Sejak melintasi gang menuju lapangan pacu, kami bersimpangan dengan beberapa kuda yang dibimbing pawangnya.
"Papa, itu kuda!" seru si bayi seperti dapat es krim! Di lapangan, ia akan lebih atraktif, seperti mau terjun ke lapangan dan menyapa kuda-kuda itu rupanya.Â
Hewan yang gagah dengan ukuran kaki, leher, muka, sampai ekornya yang panjang memikat perhatiannya. Khususnya untuk kuda berwana hitam legam, cokelat (favoritnya), putih, maupun albino. Entahkah kudanya sedang berjalan, berlari, atau latihan adu cepat; semuanya menarik!
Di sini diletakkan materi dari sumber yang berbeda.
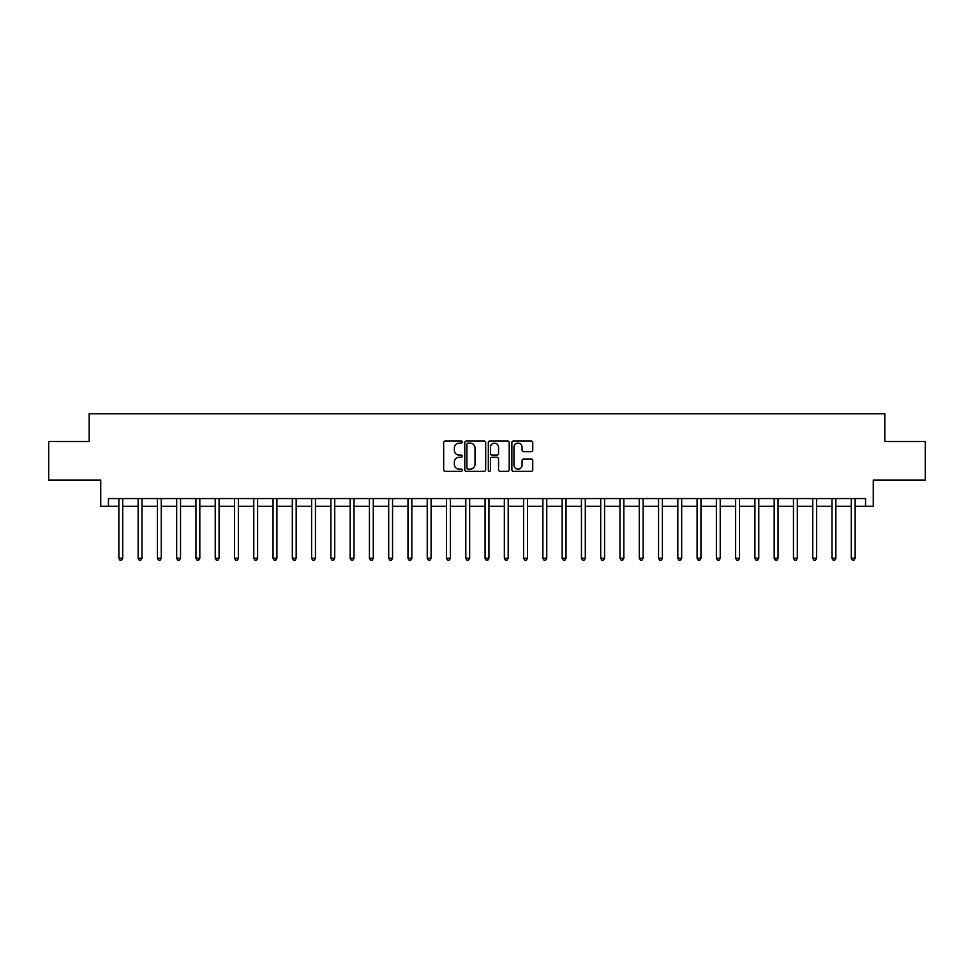 <?xml version="1.0" encoding="UTF-8"?>
<svg xmlns="http://www.w3.org/2000/svg" width="974" height="974" viewBox="0 0 974 974"><rect width="100%" height="100%" fill="white"/><g stroke="black" fill="none" stroke-linecap="round" stroke-linejoin="round"><path stroke-width="1.46" d="M462.333 442.086A1.059 1.059 0 0 0 461.274 441.027L445.191 441.027A1.51 1.51 0 0 0 443.669 442.537L443.669 469.785A1.51 1.51 0 0 0 445.191 471.294L461.274 471.294A1.059 1.059 0 0 0 462.333 470.235A1.059 1.059 0 0 0 461.274 469.176L459.192 469.176A4.846 4.846 0 0 1 454.347 464.33L454.347 462.066A4.846 4.846 0 0 1 459.192 457.22L461.274 457.22A1.059 1.059 0 0 0 462.333 456.161A1.059 1.059 0 0 0 461.274 455.102L459.192 455.102A4.846 4.846 0 0 1 454.347 450.256L454.347 447.991A4.846 4.846 0 0 1 459.192 443.146L461.274 443.146A1.059 1.059 0 0 0 462.333 442.086M531.232 451.692A1.51 1.51 0 0 0 532.741 450.183L532.741 442.537A1.51 1.51 0 0 0 531.232 441.027L513.371 441.027A1.51 1.51 0 0 0 511.861 442.537L511.861 469.785A1.51 1.51 0 0 0 513.371 471.294L531.232 471.294A1.51 1.51 0 0 0 532.741 469.785L532.741 460.556A1.51 1.51 0 0 0 531.232 459.034L523.586 459.034A1.51 1.51 0 0 0 522.076 460.556L522.076 465.134A4.054 4.054 0 0 1 518.022 469.176A4.054 4.054 0 0 1 513.98 465.134L513.98 447.188A4.054 4.054 0 0 1 518.022 443.146A4.054 4.054 0 0 1 522.076 447.188L522.076 450.183A1.51 1.51 0 0 0 523.586 451.692L531.232 451.692M108.455 506.273L108.455 498.566L865.545 498.566L865.545 506.273L873.264 506.273L873.264 480.06L925.3 480.06L925.3 441.514L884.818 441.514L884.818 413.755L89.182 413.755L89.182 441.514L48.7 441.514L48.7 480.06L100.736 480.06L100.736 506.273L118.865 506.273M485.673 442.537A1.51 1.51 0 0 0 484.163 441.027L466.303 441.027A1.51 1.51 0 0 0 464.793 442.537L464.793 469.785A1.51 1.51 0 0 0 466.303 471.294L484.163 471.294A1.51 1.51 0 0 0 485.673 469.785L485.673 442.537M489.837 441.027L507.697 441.027A1.51 1.51 0 0 1 509.207 442.537L509.207 469.785A1.51 1.51 0 0 1 507.697 471.294L500.052 471.294A1.51 1.51 0 0 1 498.542 469.785L498.542 458.73A1.51 1.51 0 0 0 497.032 457.22L491.955 457.22A1.51 1.51 0 0 0 490.446 458.73L490.446 470.235A1.059 1.059 0 0 1 489.386 471.294A1.059 1.059 0 0 1 488.327 470.235L488.327 442.537A1.51 1.51 0 0 1 489.837 441.027M122.712 506.273L138.138 506.273M141.985 506.273L157.411 506.273M161.258 506.273L176.684 506.273M180.531 506.273L195.957 506.273M199.816 506.273L215.23 506.273M219.089 506.273L234.503 506.273M238.362 506.273L253.776 506.273M257.635 506.273L273.049 506.273M276.908 506.273L292.334 506.273M296.181 506.273L311.607 506.273M315.454 506.273L330.88 506.273M334.727 506.273L350.153 506.273M354.012 506.273L369.426 506.273M373.286 506.273L388.699 506.273M392.559 506.273L407.972 506.273M411.832 506.273L427.245 506.273M431.105 506.273L446.518 506.273M450.378 506.273L465.803 506.273M469.651 506.273L485.076 506.273M488.924 506.273L504.349 506.273M508.197 506.273L523.622 506.273M527.482 506.273L542.895 506.273M546.755 506.273L562.168 506.273M566.028 506.273L581.441 506.273M585.301 506.273L600.714 506.273M604.574 506.273L619.988 506.273M623.847 506.273L639.273 506.273M643.12 506.273L658.546 506.273M662.393 506.273L677.819 506.273M681.666 506.273L697.092 506.273M700.951 506.273L716.365 506.273M720.224 506.273L735.638 506.273M739.497 506.273L754.911 506.273M758.77 506.273L774.184 506.273M778.043 506.273L793.469 506.273M797.316 506.273L812.742 506.273M816.589 506.273L832.015 506.273M835.862 506.273L851.288 506.273M855.135 506.273L865.545 506.273M467.97 443.146A1.059 1.059 0 0 0 466.911 444.205L466.911 468.117A1.059 1.059 0 0 0 467.97 469.176L470.162 469.176A4.846 4.846 0 0 0 475.008 464.33L475.008 447.991A4.846 4.846 0 0 0 470.162 443.146L467.97 443.146M498.542 447.273A4.054 4.054 0 0 0 494.488 443.219A4.054 4.054 0 0 0 490.446 447.273L490.446 453.592A1.51 1.51 0 0 0 491.955 455.102L497.032 455.102A1.51 1.51 0 0 0 498.542 453.592L498.542 447.273M122.907 498.566L122.821 498.761A1.546 1.546 0 0 0 122.712 499.333L122.712 558.236L118.865 558.236L118.865 499.333A1.546 1.546 0 0 0 118.743 498.761L118.67 498.566M122.712 558.236L121.555 560.245L120.021 560.245L118.865 558.236M142.18 498.566L142.094 498.761A1.546 1.546 0 0 0 141.985 499.333L141.985 558.236L138.138 558.236L138.138 499.333A1.546 1.546 0 0 0 138.016 498.761L137.943 498.566M141.985 558.236L140.828 560.245L139.294 560.245L138.138 558.236M161.453 498.566L161.38 498.761A1.546 1.546 0 0 0 161.258 499.333L161.258 558.236L157.411 558.236L157.411 499.333A1.546 1.546 0 0 0 157.301 498.761L157.216 498.566M161.258 558.236L160.101 560.245L158.567 560.245L157.411 558.236M180.726 498.566L180.653 498.761A1.546 1.546 0 0 0 180.531 499.333L180.531 558.236L176.684 558.236L176.684 499.333A1.546 1.546 0 0 0 176.574 498.761L176.489 498.566M180.531 558.236L179.386 560.245L177.84 560.245L176.684 558.236M199.999 498.566L199.926 498.761A1.546 1.546 0 0 0 199.816 499.333L199.816 558.236L195.957 558.236L195.957 499.333A1.546 1.546 0 0 0 195.847 498.761L195.762 498.566M199.816 558.236L198.659 560.245L197.113 560.245L195.957 558.236M219.272 498.566L219.199 498.761A1.546 1.546 0 0 0 219.089 499.333L219.089 558.236L215.23 558.236L215.23 499.333A1.546 1.546 0 0 0 215.12 498.761L215.035 498.566M219.089 558.236L217.933 560.245L216.386 560.245L215.23 558.236M238.545 498.566L238.472 498.761A1.546 1.546 0 0 0 238.362 499.333L238.362 558.236L234.503 558.236L234.503 499.333A1.546 1.546 0 0 0 234.393 498.761L234.32 498.566M238.362 558.236L237.206 560.245L235.659 560.245L234.503 558.236M257.83 498.566L257.745 498.761A1.546 1.546 0 0 0 257.635 499.333L257.635 558.236L253.776 558.236L253.776 499.333A1.546 1.546 0 0 0 253.666 498.761L253.593 498.566M257.635 558.236L256.479 560.245L254.932 560.245L253.776 558.236M277.103 498.566L277.018 498.761A1.546 1.546 0 0 0 276.908 499.333L276.908 558.236L273.049 558.236L273.049 499.333A1.546 1.546 0 0 0 272.939 498.761L272.866 498.566M276.908 558.236L275.752 560.245L274.205 560.245L273.049 558.236M296.376 498.566L296.291 498.761A1.546 1.546 0 0 0 296.181 499.333L296.181 558.236L292.334 558.236L292.334 499.333A1.546 1.546 0 0 0 292.212 498.761L292.139 498.566M296.181 558.236L295.025 560.245L293.491 560.245L292.334 558.236M315.649 498.566L315.564 498.761A1.546 1.546 0 0 0 315.454 499.333L315.454 558.236L311.607 558.236L311.607 499.333A1.546 1.546 0 0 0 311.497 498.761L311.412 498.566M315.454 558.236L314.298 560.245L312.764 560.245L311.607 558.236M334.922 498.566L334.849 498.761A1.546 1.546 0 0 0 334.727 499.333L334.727 558.236L330.88 558.236L330.88 499.333A1.546 1.546 0 0 0 330.77 498.761L330.685 498.566M334.727 558.236L333.571 560.245L332.037 560.245L330.88 558.236M354.195 498.566L354.122 498.761A1.546 1.546 0 0 0 354.012 499.333L354.012 558.236L350.153 558.236L350.153 499.333A1.546 1.546 0 0 0 350.043 498.761L349.958 498.566M354.012 558.236L352.856 560.245L351.31 560.245L350.153 558.236M373.468 498.566L373.395 498.761A1.546 1.546 0 0 0 373.286 499.333L373.286 558.236L369.426 558.236L369.426 499.333A1.546 1.546 0 0 0 369.316 498.761L369.231 498.566M373.286 558.236L372.129 560.245L370.583 560.245L369.426 558.236M392.741 498.566L392.668 498.761A1.546 1.546 0 0 0 392.559 499.333L392.559 558.236L388.699 558.236L388.699 499.333A1.546 1.546 0 0 0 388.589 498.761L388.516 498.566M392.559 558.236L391.402 560.245L389.856 560.245L388.699 558.236M412.014 498.566L411.941 498.761A1.546 1.546 0 0 0 411.832 499.333L411.832 558.236L407.972 558.236L407.972 499.333A1.546 1.546 0 0 0 407.863 498.761L407.789 498.566M411.832 558.236L410.675 560.245L409.129 560.245L407.972 558.236M431.299 498.566L431.214 498.761A1.546 1.546 0 0 0 431.105 499.333L431.105 558.236L427.245 558.236L427.245 499.333A1.546 1.546 0 0 0 427.136 498.761L427.062 498.566M431.105 558.236L429.948 560.245L428.402 560.245L427.245 558.236M450.572 498.566L450.487 498.761A1.546 1.546 0 0 0 450.378 499.333L450.378 558.236L446.518 558.236L446.518 499.333A1.546 1.546 0 0 0 446.409 498.761L446.336 498.566M450.378 558.236L449.221 560.245L447.675 560.245L446.518 558.236M469.845 498.566L469.76 498.761A1.546 1.546 0 0 0 469.651 499.333L469.651 558.236L465.803 558.236L465.803 499.333A1.546 1.546 0 0 0 465.682 498.761L465.609 498.566M469.651 558.236L468.494 560.245L466.96 560.245L465.803 558.236M489.118 498.566L489.033 498.761A1.546 1.546 0 0 0 488.924 499.333L488.924 558.236L485.076 558.236L485.076 499.333A1.546 1.546 0 0 0 484.967 498.761L484.882 498.566M488.924 558.236L487.767 560.245L486.233 560.245L485.076 558.236M508.391 498.566L508.318 498.761A1.546 1.546 0 0 0 508.197 499.333L508.197 558.236L504.349 558.236L504.349 499.333A1.546 1.546 0 0 0 504.24 498.761L504.155 498.566M508.197 558.236L507.04 560.245L505.506 560.245L504.349 558.236M527.664 498.566L527.591 498.761A1.546 1.546 0 0 0 527.482 499.333L527.482 558.236L523.622 558.236L523.622 499.333A1.546 1.546 0 0 0 523.513 498.761L523.428 498.566M527.482 558.236L526.325 560.245L524.779 560.245L523.622 558.236M546.938 498.566L546.864 498.761A1.546 1.546 0 0 0 546.755 499.333L546.755 558.236L542.895 558.236L542.895 499.333A1.546 1.546 0 0 0 542.786 498.761L542.701 498.566M546.755 558.236L545.598 560.245L544.052 560.245L542.895 558.236M566.211 498.566L566.138 498.761A1.546 1.546 0 0 0 566.028 499.333L566.028 558.236L562.168 558.236L562.168 499.333A1.546 1.546 0 0 0 562.059 498.761L561.986 498.566M566.028 558.236L564.871 560.245L563.325 560.245L562.168 558.236M585.484 498.566L585.411 498.761A1.546 1.546 0 0 0 585.301 499.333L585.301 558.236L581.441 558.236L581.441 499.333A1.546 1.546 0 0 0 581.332 498.761L581.259 498.566M585.301 558.236L584.144 560.245L582.598 560.245L581.441 558.236M604.769 498.566L604.684 498.761A1.546 1.546 0 0 0 604.574 499.333L604.574 558.236L600.714 558.236L600.714 499.333A1.546 1.546 0 0 0 600.605 498.761L600.532 498.566M604.574 558.236L603.417 560.245L601.871 560.245L600.714 558.236M624.042 498.566L623.957 498.761A1.546 1.546 0 0 0 623.847 499.333L623.847 558.236L619.988 558.236L619.988 499.333A1.546 1.546 0 0 0 619.878 498.761L619.805 498.566M623.847 558.236L622.69 560.245L621.144 560.245L619.988 558.236M643.315 498.566L643.23 498.761A1.546 1.546 0 0 0 643.12 499.333L643.12 558.236L639.273 558.236L639.273 499.333A1.546 1.546 0 0 0 639.151 498.761L639.078 498.566M643.12 558.236L641.963 560.245L640.429 560.245L639.273 558.236M662.588 498.566L662.503 498.761A1.546 1.546 0 0 0 662.393 499.333L662.393 558.236L658.546 558.236L658.546 499.333A1.546 1.546 0 0 0 658.436 498.761L658.351 498.566M662.393 558.236L661.236 560.245L659.702 560.245L658.546 558.236M681.861 498.566L681.788 498.761A1.546 1.546 0 0 0 681.666 499.333L681.666 558.236L677.819 558.236L677.819 499.333A1.546 1.546 0 0 0 677.709 498.761L677.624 498.566M681.666 558.236L680.509 560.245L678.975 560.245L677.819 558.236M701.134 498.566L701.061 498.761A1.546 1.546 0 0 0 700.951 499.333L700.951 558.236L697.092 558.236L697.092 499.333A1.546 1.546 0 0 0 696.982 498.761L696.897 498.566M700.951 558.236L699.795 560.245L698.248 560.245L697.092 558.236M720.407 498.566L720.334 498.761A1.546 1.546 0 0 0 720.224 499.333L720.224 558.236L716.365 558.236L716.365 499.333A1.546 1.546 0 0 0 716.255 498.761L716.17 498.566M720.224 558.236L719.068 560.245L717.521 560.245L716.365 558.236M739.68 498.566L739.607 498.761A1.546 1.546 0 0 0 739.497 499.333L739.497 558.236L735.638 558.236L735.638 499.333A1.546 1.546 0 0 0 735.528 498.761L735.455 498.566M739.497 558.236L738.341 560.245L736.794 560.245L735.638 558.236M758.965 498.566L758.88 498.761A1.546 1.546 0 0 0 758.77 499.333L758.77 558.236L754.911 558.236L754.911 499.333A1.546 1.546 0 0 0 754.801 498.761L754.728 498.566M758.77 558.236L757.614 560.245L756.067 560.245L754.911 558.236M778.238 498.566L778.153 498.761A1.546 1.546 0 0 0 778.043 499.333L778.043 558.236L774.184 558.236L774.184 499.333A1.546 1.546 0 0 0 774.074 498.761L774.001 498.566M778.043 558.236L776.887 560.245L775.341 560.245L774.184 558.236M797.511 498.566L797.426 498.761A1.546 1.546 0 0 0 797.316 499.333L797.316 558.236L793.469 558.236L793.469 499.333A1.546 1.546 0 0 0 793.347 498.761L793.274 498.566M797.316 558.236L796.16 560.245L794.614 560.245L793.469 558.236M816.784 498.566L816.699 498.761A1.546 1.546 0 0 0 816.589 499.333L816.589 558.236L812.742 558.236L812.742 499.333A1.546 1.546 0 0 0 812.62 498.761L812.547 498.566M816.589 558.236L815.433 560.245L813.899 560.245L812.742 558.236M836.057 498.566L835.984 498.761A1.546 1.546 0 0 0 835.862 499.333L835.862 558.236L832.015 558.236L832.015 499.333A1.546 1.546 0 0 0 831.906 498.761L831.82 498.566M835.862 558.236L834.706 560.245L833.172 560.245L832.015 558.236M855.33 498.566L855.257 498.761A1.546 1.546 0 0 0 855.135 499.333L855.135 558.236L851.288 558.236L851.288 499.333A1.546 1.546 0 0 0 851.179 498.761L851.093 498.566M855.135 558.236L853.979 560.245L852.445 560.245L851.288 558.236"/></g></svg>

Apalagi kalau ada kuda yang dituntun pulang. Jaraknya amat dekat dengan mata. "Itu kuda, itu anaknya!" seru si anak melihat kuda dengan anakan. Ingin disentuh rasanya. Tapi dasar si bayi, kalau dari jauh gemas ingin memegang. Kalau didekatkan malah takut.
Lagi pula, pemandangan di tempat ini sangat bagus. Latarnya Gunung Merbabu, udaranya sejuk, banyak pepohonan di sekeliling. Kriteria tempat piknik murah meriah yang menyehatkan mental dan kantong, hehe. Tempat ini menjadi salah satu spot foto prewed kami.
Setelah dirasa puas melihat kuda, kami bersiap pulang. Tapi ada yang mengganjal. Sejak tiba, kami lihat beberapa anak naik kuda poni. Ingin kami mengajak anak kami naik kuda. Tapi, beranikah dia? Ini masih rasa lebaran, ongkosnya pasti mahal. Kami pun ciut.
Aku tarik gas motor, mengambil rute agak memutar. Makin dekat dengan pemberhentian kuda poni. Dengan rayuan si pawang, kami pun beranikan bertanya berapa biayanya.
"Rp25.000 saja, Mas," ujar Salah satu pawang.